Install the required packages using `pip`:

```bash
pip install torch numpy pandas matplotlib
```
## Usage
To explore the fundamentals of PyTorch:

Ensure that you have the required libraries installed.
Run the code snippets to experiment with tensor operations
```python
import torch
# Creating a tensor
tensor = torch.tensor([1, 2, 3])
print(tensor)
```
## Code Explanation
- **Introduction to Tensors**:
Tensors: The basic building block in PyTorch, similar to arrays in NumPy.

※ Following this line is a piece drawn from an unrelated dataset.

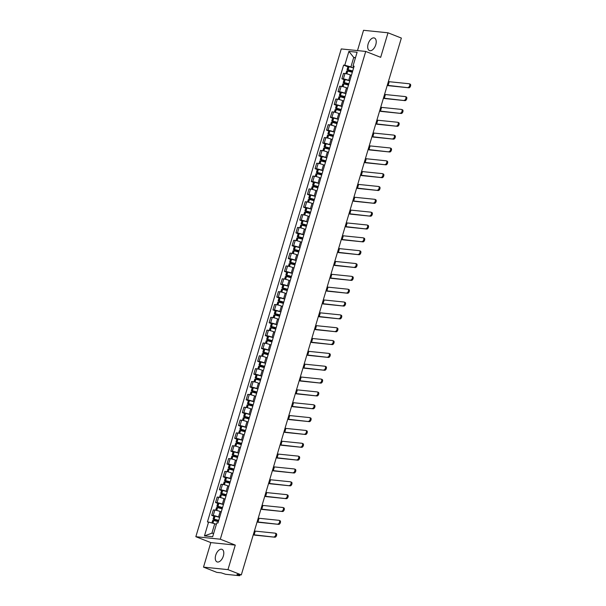 <?xml version="1.0" encoding="UTF-8"?>
<svg xmlns="http://www.w3.org/2000/svg" width="606" height="606" viewBox="0 0 606 606"><rect width="100%" height="100%" fill="white"/><g stroke="black" fill="none" stroke-linecap="round" stroke-linejoin="round"><path stroke-width="0.91" d="M223.349 556.013A6.757 3.734 -68.5 0 0 222.008 549.339A6.757 3.734 -68.5 0 0 215.721 555.232A6.757 3.734 -68.5 0 0 217.062 561.906A6.757 3.734 -68.5 0 0 223.349 556.013M375.781 44.7A6.757 3.734 -68.5 0 0 374.44 38.026A6.757 3.734 -68.5 0 0 368.145 43.92A6.757 3.734 -68.5 0 0 369.486 50.593A6.757 3.734 -68.5 0 0 375.781 44.7M203.502 567.133L227.962 569.632L241.317 574.897L401.354 38.064L387.999 32.8L380.682 57.328L365.721 51.434L341.261 48.934L195.844 536.704L210.812 542.597L203.502 567.133L216.857 572.39L221.19 572.837L225.591 574.283L239.431 575.7L239.241 574.685M387.999 32.8L363.539 30.3L357.487 50.593M227.962 569.632L235.272 545.105L220.304 539.204L365.721 51.434M241.317 574.897L236.991 574.45L239.067 575.268M351.397 75.371L350.321 74.947A3.984 0.508 -163.4 0 0 344.981 73.5L343.488 73.349L341.867 78.78L343.36 78.931A3.984 0.508 16.6 0 1 348.7 80.378L349.776 80.803M344.072 79.644L341.867 78.78M347.571 88.211L346.488 87.787A3.984 0.508 -163.4 0 0 341.155 86.34L339.663 86.188L338.042 91.62L339.534 91.771A3.984 0.508 16.6 0 1 344.875 93.218L345.95 93.642M340.246 92.483L338.042 91.62M343.746 101.05L342.663 100.626A3.984 0.508 -163.4 0 0 337.322 99.179L335.83 99.028L334.217 104.459L335.709 104.611A3.984 0.508 16.6 0 1 341.042 106.058L342.125 106.482M336.413 105.33L334.217 104.459M339.913 113.89L338.837 113.466A3.984 0.508 -163.4 0 0 333.497 112.019L332.005 111.868L330.384 117.299L331.876 117.45A3.984 0.508 16.6 0 1 337.216 118.897L338.292 119.321M332.588 118.17L330.384 117.299M336.088 126.73L335.004 126.306A3.984 0.508 -163.4 0 0 329.672 124.859L328.179 124.707L326.558 130.138L328.051 130.29A3.984 0.508 16.6 0 1 333.391 131.737L334.467 132.169A6.583 0.841 16.6 0 0 329.861 130.979L328.793 130.904L327.891 133.911L333.27 136.191M328.763 131.01L326.558 130.138M332.262 139.577L331.179 139.145A3.984 0.508 -163.4 0 0 325.839 137.698L324.346 137.547L322.733 142.978L324.225 143.137A3.984 0.508 16.6 0 1 329.558 144.576L330.641 145.008M324.93 143.849L322.733 142.978M328.429 152.417L327.354 151.985A3.984 0.508 -163.4 0 0 322.013 150.538L320.521 150.386L318.9 155.818L320.392 155.977A3.984 0.508 16.6 0 1 325.733 157.424L326.808 157.848M321.104 156.689L318.9 155.818M324.604 165.256L323.521 164.832A3.984 0.508 -163.4 0 0 318.188 163.385L316.696 163.226L315.075 168.665L316.567 168.816A3.984 0.508 16.6 0 1 321.907 170.263L322.983 170.687M317.279 169.529L315.075 168.665M320.779 178.096L319.695 177.672A3.984 0.508 -163.4 0 0 314.355 176.225L312.863 176.073L311.249 181.505L312.741 181.656A3.984 0.508 16.6 0 1 318.074 183.103L319.157 183.527M313.446 182.368L311.249 181.505M316.946 190.935L315.87 190.511A3.984 0.508 -163.4 0 0 310.53 189.064L309.037 188.913L307.416 194.344L308.909 194.496A3.984 0.508 16.6 0 1 314.249 195.943L315.325 196.367M309.621 195.208L307.416 194.344M313.12 203.775L312.037 203.351A3.984 0.508 -163.4 0 0 306.704 201.904L305.212 201.753L303.591 207.184L305.083 207.335A3.984 0.508 16.6 0 1 310.423 208.782L311.499 209.206M305.795 208.047L303.591 207.184M309.295 216.615L308.212 216.19A3.984 0.508 -163.4 0 0 302.871 214.744L301.379 214.592L299.765 220.023L301.258 220.175A3.984 0.508 16.6 0 1 306.591 221.622L307.674 222.046M301.962 220.895L299.765 220.023M305.462 229.454L304.386 229.03A3.984 0.508 -163.4 0 0 299.046 227.583L297.554 227.432L295.933 232.863L297.425 233.015A3.984 0.508 16.6 0 1 302.765 234.461L303.841 234.886M298.137 233.734L295.933 232.863M301.636 242.294L300.553 241.87A3.984 0.508 -163.4 0 0 295.22 240.423L293.728 240.271L292.107 245.703L293.599 245.854A3.984 0.508 16.6 0 1 298.94 247.301L300.015 247.733M294.311 246.574L292.107 245.703M297.811 255.134L296.728 254.709A3.984 0.508 -163.4 0 0 291.388 253.263L289.895 253.111L288.282 258.542L289.774 258.694A3.984 0.508 16.6 0 1 295.107 260.141L296.19 260.572M290.479 259.413L288.282 258.542M293.978 267.981L292.903 267.549A3.984 0.508 -163.4 0 0 287.562 266.102L286.07 265.951L284.449 271.382L285.941 271.541A3.984 0.508 16.6 0 1 291.281 272.988L292.357 273.412M286.653 272.253L284.449 271.382M290.153 280.82L289.07 280.396A3.984 0.508 -163.4 0 0 283.737 278.949L282.245 278.79L280.623 284.229L282.116 284.381A3.984 0.508 16.6 0 1 287.456 285.827L288.532 286.252M282.828 285.093L280.623 284.229M286.327 293.66L285.244 293.236A3.984 0.508 -163.4 0 0 279.904 291.789L278.412 291.63L276.798 297.069L278.29 297.22A3.984 0.508 16.6 0 1 283.623 298.667L284.706 299.091M278.995 297.932L276.798 297.069M282.494 306.5L281.419 306.075A3.984 0.508 -163.4 0 0 276.078 304.629L274.586 304.477L272.965 309.908L274.457 310.06A3.984 0.508 16.6 0 1 279.798 311.507L280.873 311.931M275.169 310.772L272.965 309.908M278.669 319.339L277.586 318.915A3.984 0.508 -163.4 0 0 272.253 317.468L270.761 317.317L269.14 322.748L270.632 322.9A3.984 0.508 16.6 0 1 275.972 324.346L277.048 324.771M271.344 323.612L269.14 322.748M274.844 332.179L273.76 331.755A3.984 0.508 -163.4 0 0 268.42 330.308L266.928 330.156L265.314 335.588L266.807 335.739A3.984 0.508 16.6 0 1 272.139 337.186L273.223 337.61M267.511 336.451L265.314 335.588M271.011 345.019L269.935 344.594A3.984 0.508 -163.4 0 0 264.595 343.147L263.102 342.996L261.481 348.427L262.974 348.579A3.984 0.508 16.6 0 1 268.314 350.026L269.39 350.45M263.686 349.298L261.481 348.427M267.185 357.858L266.102 357.434A3.984 0.508 -163.4 0 0 260.769 355.987L259.277 355.836L257.656 361.267L259.148 361.418A3.984 0.508 16.6 0 1 264.489 362.865L265.564 363.297M259.86 362.138L257.656 361.267M263.36 370.698L262.277 370.274A3.984 0.508 -163.4 0 0 256.936 368.827L255.444 368.675L253.831 374.107L255.323 374.258A3.984 0.508 16.6 0 1 260.656 375.705L261.739 376.137M256.027 374.978L253.831 374.107M259.527 383.545L258.451 383.113A3.984 0.508 -163.4 0 0 253.111 381.666L251.619 381.515L249.998 386.946L251.49 387.105A3.984 0.508 16.6 0 1 256.83 388.552L257.906 388.976M252.202 387.817L249.998 386.946M255.702 396.385L254.618 395.953A3.984 0.508 -163.4 0 0 249.286 394.514L247.793 394.354L246.172 399.793L247.665 399.945A3.984 0.508 16.6 0 1 253.005 401.392L254.081 401.816M248.377 400.657L246.172 399.793M251.876 409.224L250.793 408.8A3.984 0.508 -163.4 0 0 245.453 407.353L243.96 407.194L242.347 412.633L243.839 412.784A3.984 0.508 16.6 0 1 249.172 414.231L250.255 414.655M244.544 413.497L242.347 412.633M248.043 422.064L246.968 421.64A3.984 0.508 -163.4 0 0 241.627 420.193L240.135 420.041L238.514 425.473L240.006 425.624A3.984 0.508 16.6 0 1 245.347 427.071L246.422 427.495M240.718 426.336L238.514 425.473M244.218 434.903L243.135 434.479A3.984 0.508 -163.4 0 0 237.802 433.032L236.31 432.881L234.689 438.312L236.181 438.464A3.984 0.508 16.6 0 1 241.521 439.911L242.597 440.335M236.893 439.176L234.689 438.312M240.393 447.743L239.309 447.319A3.984 0.508 -163.4 0 0 233.969 445.872L232.477 445.721L230.863 451.152L232.356 451.303A3.984 0.508 16.6 0 1 237.688 452.75L238.772 453.174M233.06 452.015L230.863 451.152M236.56 460.583L235.484 460.159A3.984 0.508 -163.4 0 0 230.144 458.712L228.651 458.56L227.03 463.991L228.523 464.143A3.984 0.508 16.6 0 1 233.863 465.59L234.939 466.014M229.235 464.863L227.03 463.991M232.734 473.422L231.651 472.998A3.984 0.508 -163.4 0 0 226.318 471.551L224.826 471.4L223.205 476.831L224.697 476.983A3.984 0.508 16.6 0 1 230.038 478.429L231.113 478.854M225.409 477.702L223.205 476.831M228.909 486.262L227.826 485.838A3.984 0.508 -163.4 0 0 222.485 484.391L220.993 484.239L219.38 489.671L220.872 489.822A3.984 0.508 16.6 0 1 226.205 491.269L227.288 491.701M221.576 490.542L219.38 489.671M225.076 499.109L224 498.677A3.984 0.508 -163.4 0 0 218.66 497.231L217.168 497.079L215.547 502.51L217.039 502.669A3.984 0.508 16.6 0 1 222.379 504.116L223.455 504.54M217.751 503.381L215.547 502.51M221.251 511.949L220.167 511.517A3.984 0.508 -163.4 0 0 214.835 510.07L213.342 509.919L211.721 515.35L213.214 515.509A3.984 0.508 16.6 0 1 218.554 516.956L219.63 517.38M213.926 516.221L211.721 515.35M355.366 58.078L353.737 57.434L350.919 66.902L353.609 67.963M350.919 66.902L344.769 65.236L348.889 51.404L357.108 52.245L352.987 66.077L353.859 67.107M216.365 524.372L214.729 523.728L211.911 533.189L204.457 535.886L212.676 536.727L216.796 522.902L217.948 523.016L354.131 66.19L352.987 66.077M204.457 535.886L208.578 522.061L214.729 523.728M344.769 65.236L343.617 65.115L207.434 521.94L208.578 522.061M195.844 536.704L220.304 539.204M210.812 542.597L235.272 545.105M211.911 533.189L213.676 533.371M355.51 57.615L353.737 57.434L348.889 51.404M347.897 66.804L343.617 65.115M408.012 87.446A1.947 1.076 -68.5 0 0 409.618 85.847A1.947 1.076 -68.5 0 0 409.277 83.779A1.947 1.076 -68.5 0 0 409.118 83.742L389.234 81.712L388.128 85.416L408.883 87.794L388.999 85.757A3.462 0.439 16.6 0 1 387.242 85.416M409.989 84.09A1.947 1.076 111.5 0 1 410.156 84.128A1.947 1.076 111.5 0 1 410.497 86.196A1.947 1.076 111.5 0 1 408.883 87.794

Random Tensors: Used as initial weights in neural networks, important for model training.
- **Creating Tensors**:
Scalar, Vector, Matrix: Demonstrates how to create different types of tensors.
Random Tensors: Explanation of their importance in neural networks.
- **Tensor Operations**:
Addition, Subtraction, Multiplication: Basic arithmetic operations on tensors.
Matrix Multiplication: A key operation in deep learning, along with rules for valid multiplication.
Reshaping, Stacking, Squeezing, Unsqueezing: Operations to change tensor dimensions and shapes.
- **Tensor Attributes**:
Data Type, Shape, Device: How to access and manipulate tensor properties.
- **Tensor Aggregation**:
Min, Max, Mean, Sum: Operations to aggregate tensor data.
-**Tensor Manipulation**:
View, Permute: Techniques to change tensor shape without altering the underlying data.